Brief: Produce a verbatim copy of the following records, leaving out all pictures.

[Records from a data collection]

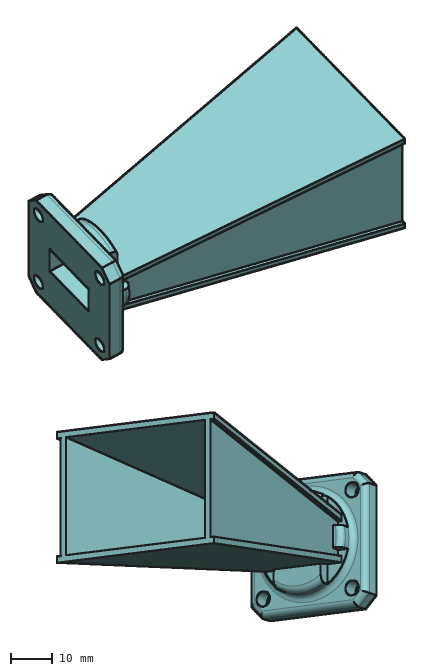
import cadquery as cq

length = 84.1
wall = 1.6

flange_side = 33.3
corner_chamfer = 3.1
flange_thickness = 3 * wall
hole_diameter = 3.7
hole_spacing_x = 25.2
hole_spacing_z = 24.2

collar_diameter = 25.4
ledge_y = flange_thickness + wall
collar_end_y = ledge_y + 2 * wall
cross_width_x = 13.4
cross_width_z = 5.5

opening_x = 15.9
opening_z = 8.0

throat_x = 21.35
throat_z = 11.8
mouth_x = 44.55
mouth_z = 32.3
lip_overhang = 1.0


def box_along_y(size_x, size_z, start_y, end_y):
    return cq.Workplane("XY").box(size_x, end_y - start_y, size_z).translate((0, (start_y + end_y) / 2, 0))


def disc_along_y(diameter, start_y, end_y):
    return cq.Workplane("XZ", origin=(0, start_y, 0)).circle(diameter / 2).extrude(start_y - end_y)


def tapered_block(start_x, start_z, start_y, end_x, end_z):
    """Rectangular frustum reaching from start_y to the mouth."""
    return (
        cq.Workplane("XZ", origin=(0, start_y, 0))
        .rect(start_x, start_z)
        .workplane(offset=start_y - length)
        .rect(end_x, end_z)
        .loft(ruled=True, combine=True)
    )


def make_flange():
    plate = box_along_y(flange_side, flange_side, 0, flange_thickness)
    plate = plate.edges("|Y").chamfer(corner_chamfer)
    return plate.faces(">Y").edges().fillet(wall)


def make_collar_base():
    """Round step that flares into the flange with a concave fillet."""
    radius = collar_diameter / 2
    root_radius = radius + wall
    bend = wall * (1 - 0.5**0.5)
    return (
        cq.Workplane("XY")
        .moveTo(0, 0)
        .lineTo(root_radius, 0)
        .lineTo(root_radius, flange_thickness)
        .threePointArc((radius + bend, flange_thickness + bend), (radius, ledge_y))
        .lineTo(0, ledge_y)
        .close()
        .revolve(360, (0, 0, 0), (0, 1, 0))
    )


def make_collar_cross():
    """Rounded collar with its four corners cut back to the ledge."""
    disc = disc_along_y(collar_diameter, ledge_y, collar_end_y).faces(">Y").edges().fillet(wall)
    upright = box_along_y(cross_width_x, collar_diameter, ledge_y, collar_end_y)
    crossbar = box_along_y(collar_diameter, cross_width_z, ledge_y, collar_end_y)
    return disc.intersect(upright.union(crossbar))


def make_horn():
    """Four plates, with the side walls set in between the top and bottom plates."""
    plates = tapered_block(throat_x, throat_z, ledge_y, mouth_x, mouth_z)
    between_x = tapered_block(throat_x, throat_z - 2 * wall, ledge_y, mouth_x, mouth_z - 2 * wall)
    side_walls = tapered_block(
        throat_x - 2 * lip_overhang,
        throat_z - 2 * wall,
        ledge_y,
        mouth_x - 2 * lip_overhang,
        mouth_z - 2 * wall,
    )
    return plates.cut(between_x).union(side_walls)


def make_waveguide():
    """Straight opening through the flange, then a flare to the mouth."""
    straight = box_along_y(opening_x, opening_z, 0, flange_thickness)
    flare = tapered_block(
        opening_x,
        opening_z,
        flange_thickness,
        mouth_x - 2 * (lip_overhang + wall),
        mouth_z - 2 * wall,
    )
    return straight.union(flare)


def make_screw_holes():
    return (
        cq.Workplane("XZ")
        .rect(hole_spacing_x, hole_spacing_z, forConstruction=True)
        .vertices()
        .circle(hole_diameter / 2)
        .extrude(-flange_thickness)
    )


base = make_flange().union(make_collar_base()).union(make_collar_cross())
result = base.union(make_horn()).cut(make_waveguide()).cut(make_screw_holes())

Result:
import cadquery as cq

length = 84.1
wall = 1.6

flange_side = 33.3
corner_chamfer = 3.1
flange_thickness = 3 * wall
hole_diameter = 3.7
hole_spacing_x = 25.2
hole_spacing_z = 24.2

collar_diameter = 25.4
ledge_y = flange_thickness + wall
collar_end_y = ledge_y + 2 * wall
cross_width_x = 13.4
cross_width_z = 5.5

opening_x = 15.9
opening_z = 8.0

throat_x = 21.35
throat_z = 11.8
mouth_x = 44.55
mouth_z = 32.3
lip_overhang = 1.0


def box_along_y(size_x, size_z, start_y, end_y):
    return cq.Workplane("XY").box(size_x, end_y - start_y, size_z).translate((0, (start_y + end_y) / 2, 0))


def disc_along_y(diameter, start_y, end_y):
    return cq.Workplane("XZ", origin=(0, start_y, 0)).circle(diameter / 2).extrude(start_y - end_y)


def tapered_block(start_x, start_z, start_y, end_x, end_z):
    """Rectangular frustum reaching from start_y to the mouth."""
    return (
        cq.Workplane("XZ", origin=(0, start_y, 0))
        .rect(start_x, start_z)
        .workplane(offset=start_y - length)
        .rect(end_x, end_z)
        .loft(ruled=True, combine=True)
    )


def make_flange():
    plate = box_along_y(flange_side, flange_side, 0, flange_thickness)
    plate = plate.edges("|Y").chamfer(corner_chamfer)
    return plate.faces(">Y").edges().fillet(wall)


def make_collar_base():
    """Round step that flares into the flange with a concave fillet."""
    radius = collar_diameter / 2
    root_radius = radius + wall
    bend = wall * (1 - 0.5**0.5)
    return (
        cq.Workplane("XY")
        .moveTo(0, 0)
        .lineTo(root_radius, 0)
        .lineTo(root_radius, flange_thickness)
        .threePointArc((radius + bend, flange_thickness + bend), (radius, ledge_y))
        .lineTo(0, ledge_y)
        .close()
        .revolve(360, (0, 0, 0), (0, 1, 0))
    )


def make_collar_cross():
    """Rounded collar with its four corners cut back to the ledge."""
    disc = disc_along_y(collar_diameter, ledge_y, collar_end_y).faces(">Y").edges().fillet(wall)
    upright = box_along_y(cross_width_x, collar_diameter, ledge_y, collar_end_y)
    crossbar = box_along_y(collar_diameter, cross_width_z, ledge_y, collar_end_y)
    return disc.intersect(upright.union(crossbar))


def make_horn():
    """Four plates, with the side walls set in between the top and bottom plates."""
    plates = tapered_block(throat_x, throat_z, ledge_y, mouth_x, mouth_z)
    between_x = tapered_block(throat_x, throat_z - 2 * wall, ledge_y, mouth_x, mouth_z - 2 * wall)
    side_walls = tapered_block(
        throat_x - 2 * lip_overhang,
        throat_z - 2 * wall,
        ledge_y,
        mouth_x - 2 * lip_overhang,
        mouth_z - 2 * wall,
    )
    return plates.cut(between_x).union(side_walls)


def make_waveguide():
    """Straight opening through the flange, then a flare to the mouth."""
    straight = box_along_y(opening_x, opening_z, 0, flange_thickness)
    flare = tapered_block(
        opening_x,
        opening_z,
        flange_thickness,
        mouth_x - 2 * (lip_overhang + wall),
        mouth_z - 2 * wall,
    )
    return straight.union(flare)


def make_screw_holes():
    return (
        cq.Workplane("XZ")
        .rect(hole_spacing_x, hole_spacing_z, forConstruction=True)
        .vertices()
        .circle(hole_diameter / 2)
        .extrude(-flange_thickness)
    )


base = make_flange().union(make_collar_base()).union(make_collar_cross())
result = base.union(make_horn()).cut(make_waveguide()).cut(make_screw_holes())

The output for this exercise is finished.